Where does the string "translate" occur in the entries below? Copy every line where it does.

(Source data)
• • • •

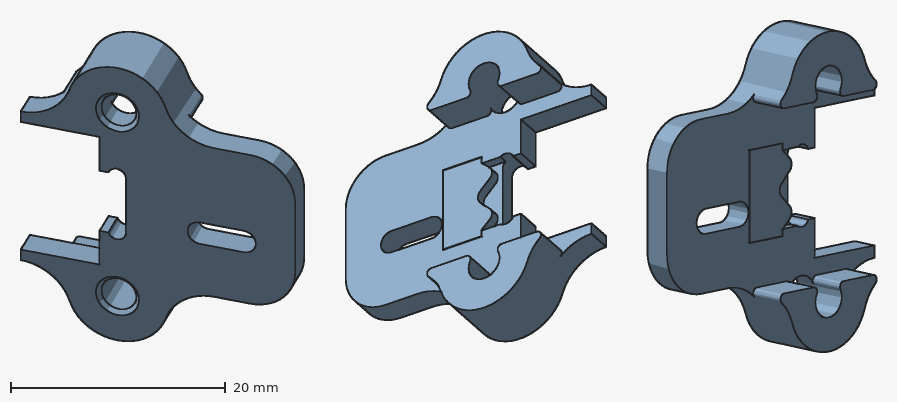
import cadquery as cq
import math

plate_length = 26.97
plate_thickness = 2.62
plate_half_height = 8.32
corner_radius = 4.42

total_height = 30.48
total_depth = 6.25
ear_x = 9.5
ear_z = 10.27
ear_radius = total_height / 2 - ear_z
blend_run = ear_x
blend_rise = ear_z - plate_half_height
blend_radius = (blend_run**2 + blend_rise**2 - ear_radius**2) / (2 * (ear_radius + blend_rise))
blend_z = plate_half_height + blend_radius
hole_diameter = 3.4
countersink_diameter = 4.25

boss_inner_z = 8.8
boss_tip_radius = 0.5

opening_half_height = 7.13
opening_depth = 7.75
notch_half_height = 3.35
notch_depth = 10.33
relief_radius = 0.88
relief_x = notch_depth - relief_radius
relief_z = 3.05

slot_length = 6.7
slot_height = 2.38
slot_x = 19.75
slot_z = -1.5

insert_front_y = 1.68
insert_back_y = 2.7
insert_left_x = 12.0
insert_right_x = 16.28
insert_half_height = 4.42
tooth_x = 11.7
tooth_z = 2.3
tooth_radius = 0.85
valley_half_width = 0.65
pocket_left_x = 9.27
pocket_half_height = 3.75


def box(x_range, y_range, z_range):
    """Axis-aligned box between pairs of limits."""
    sizes = [limits[1] - limits[0] for limits in (x_range, y_range, z_range)]
    corner = (x_range[0], y_range[0], z_range[0])
    return cq.Workplane("XY").box(*sizes, centered=False).translate(corner)


def cylinder(x, z, radius, y_start, y_end):
    """Cylinder along Y."""
    axis_start = cq.Vector(x, y_start, z)
    return cq.Workplane(cq.Solid.makeCylinder(radius, y_end - y_start, axis_start, cq.Vector(0, 1, 0)))


def extrude_along_y(outline, y_start, y_end):
    """Extrude a closed XZ outline between two Y levels."""
    return outline.extrude(-(y_end - y_start)).translate((0, y_start, 0))


def outer_body(depth):
    """Full outer silhouette, extruded from the front face."""
    reach = ear_radius / (ear_radius + blend_radius)
    join_dx = blend_run * reach
    join_z = ear_z + (blend_z - ear_z) * reach
    blend_mid_angle = (math.pi / 2 + math.atan2(blend_z - join_z, blend_run - join_dx)) / 2
    mid_dx = blend_run - blend_radius * math.cos(blend_mid_angle)
    mid_z = blend_z - blend_radius * math.sin(blend_mid_angle)
    left_end_x = ear_x - blend_run
    right_end_x = ear_x + blend_run
    outline = (
        cq.Workplane("XZ")
        .moveTo(left_end_x, -plate_half_height)
        .lineTo(left_end_x, plate_half_height)
        .threePointArc((ear_x - mid_dx, mid_z), (ear_x - join_dx, join_z))
        .threePointArc((ear_x, total_height / 2), (ear_x + join_dx, join_z))
        .threePointArc((ear_x + mid_dx, mid_z), (right_end_x, plate_half_height))
        .lineTo(plate_length, plate_half_height)
        .lineTo(plate_length, -plate_half_height)
        .lineTo(right_end_x, -plate_half_height)
        .threePointArc((ear_x + mid_dx, -mid_z), (ear_x + join_dx, -join_z))
        .threePointArc((ear_x, -total_height / 2), (ear_x - join_dx, -join_z))
        .threePointArc((ear_x - mid_dx, -mid_z), (left_end_x, -plate_half_height))
        .close()
    )
    body = extrude_along_y(outline, 0, depth)
    return body.edges("|Y and >X").fillet(corner_radius)


def make_boss(side):
    """Boss on one ear: its flat inner face is broken by the screw hole, and all its tips are rounded."""
    z_limits = sorted((side * boss_inner_z, side * total_height))
    boss = outer_body(total_depth).intersect(box((0, plate_length), (plate_thickness, total_depth), z_limits))
    boss = boss.cut(cylinder(ear_x, side * ear_z, hole_diameter / 2, 0, total_depth))
    inner_face = "<Z" if side > 0 else ">Z"
    return boss.faces(inner_face).edges("|Y").fillet(boss_tip_radius)


def cut_screw_hole(body, side):
    """Through hole with a front countersink."""
    z = side * ear_z
    sink_depth = (countersink_diameter - hole_diameter) / 2
    sink = cq.Workplane(
        cq.Solid.makeCone(
            countersink_diameter / 2, hole_diameter / 2, sink_depth, cq.Vector(ear_x, 0, z), cq.Vector(0, 1, 0)
        )
    )
    bore = cylinder(ear_x, z, hole_diameter / 2, 0, total_depth)
    return body.cut(bore).cut(sink)


def cut_opening(body):
    """Stepped opening with round reliefs in the inner corners."""
    through = (0, plate_thickness)
    body = body.cut(box((0, opening_depth), through, (-opening_half_height, opening_half_height)))
    body = body.cut(box((0, notch_depth), through, (-relief_z, relief_z)))
    body = body.cut(box((0, relief_x), through, (-notch_half_height, notch_half_height)))
    for side in (-1, 1):
        body = body.cut(cylinder(relief_x, side * relief_z, relief_radius, *through))
    return body


def cut_slot(body):
    """Round-ended slot through the plate."""
    outline = cq.Workplane("XZ").center(slot_x, slot_z).slot2D(slot_length, slot_height)
    return body.cut(extrude_along_y(outline, 0, plate_thickness))


def make_insert():
    """Block whose left side has two rounded teeth with a rounded valley between them."""
    tangent = tooth_radius * math.sqrt(0.5)
    flank_x = tooth_x - tangent
    inner_z = tooth_z - tangent
    outer_z = tooth_z + tangent
    tip_x = tooth_x - tooth_radius
    valley_x = flank_x + inner_z - valley_half_width
    valley_bottom_x = valley_x + valley_half_width * math.tan(math.pi / 8)
    outline = (
        cq.Workplane("XZ")
        .moveTo(insert_right_x, -insert_half_height)
        .lineTo(insert_left_x, -insert_half_height)
        .lineTo(insert_left_x, -pocket_half_height)
        .lineTo(flank_x, -outer_z)
        .threePointArc((tip_x, -tooth_z), (flank_x, -inner_z))
        .lineTo(valley_x, -valley_half_width)
        .threePointArc((valley_bottom_x, 0), (valley_x, valley_half_width))
        .lineTo(flank_x, inner_z)
        .threePointArc((tip_x, tooth_z), (flank_x, outer_z))
        .lineTo(insert_left_x, pocket_half_height)
        .lineTo(insert_left_x, insert_half_height)
        .lineTo(insert_right_x, insert_half_height)
        .close()
    )
    return extrude_along_y(outline, insert_front_y, insert_back_y)


def cut_insert_recess(body):
    """Rear recess: a seat for the insert and open space in front of its teeth."""
    recess_y = (insert_front_y, plate_thickness)
    seat = box((insert_left_x, insert_right_x), recess_y, (-insert_half_height, insert_half_height))
    pocket = box((pocket_left_x, insert_left_x), recess_y, (-pocket_half_height, pocket_half_height))
    return body.cut(seat).cut(pocket)


def make_bracket():
    """Plate with bosses, screw holes, opening, slot and insert recess."""
    body = outer_body(plate_thickness)
    for side in (-1, 1):
        body = body.union(make_boss(side))
        body = cut_screw_hole(body, side)
    body = cut_opening(body)
    body = cut_slot(body)
    return cut_insert_recess(body)


bracket = make_bracket()
insert = make_insert()

result = cq.Compound.makeCompound([bracket.val(), insert.val()])
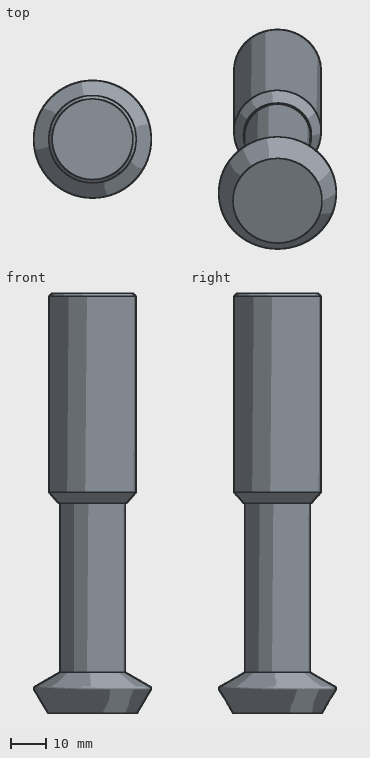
import cadquery as cq

total_height = 120.0

shank_diameter = 18.7
foot_height = 11.8
foot_bottom_diameter = 25.5
rim_diameter = 34.1
rim_height = 7.3
rim_fillet = 0.6

handle_diameter = 25.0
handle_bottom = 60.0
cone_height = 3.1
cone_end_diameter = 19.5
top_chamfer = 1.0


def revolve_outline(outline):
    """Solid of revolution about Z from (radius, height) points."""
    return cq.Workplane("XZ").polyline(outline).close().revolve(360, (0, 0), (0, 1))


def make_stem():
    """Foot with its flat base at Z = 0, and the shank up to the handle."""
    shank_radius = shank_diameter / 2
    stem = revolve_outline([
        (0, 0),
        (foot_bottom_diameter / 2, 0),
        (rim_diameter / 2, rim_height),
        (shank_radius, foot_height),
        (shank_radius, handle_bottom),
        (0, handle_bottom),
    ])
    rim_corner = cq.selectors.BoxSelector(
        (-rim_diameter, -rim_diameter, rim_height - rim_fillet),
        (rim_diameter, rim_diameter, rim_height + rim_fillet),
        boundingbox=True,
    )
    return stem.edges(rim_corner).fillet(rim_fillet).solids()


def make_handle():
    """Cylinder with a cone at its lower end and a chamfer at its top."""
    handle_radius = handle_diameter / 2
    return revolve_outline([
        (0, handle_bottom),
        (cone_end_diameter / 2, handle_bottom),
        (handle_radius, handle_bottom + cone_height),
        (handle_radius, total_height - top_chamfer),
        (handle_radius - top_chamfer, total_height),
        (0, total_height),
    ])


stem = make_stem()
handle = make_handle()

result = cq.Compound.makeCompound([stem.val(), handle.val()])

• • • •

Output below ::
    return cq.Workplane("XY").box(*sizes, centered=False).translate(corner)
    return outline.extrude(-(y_end - y_start)).translate((0, y_start, 0))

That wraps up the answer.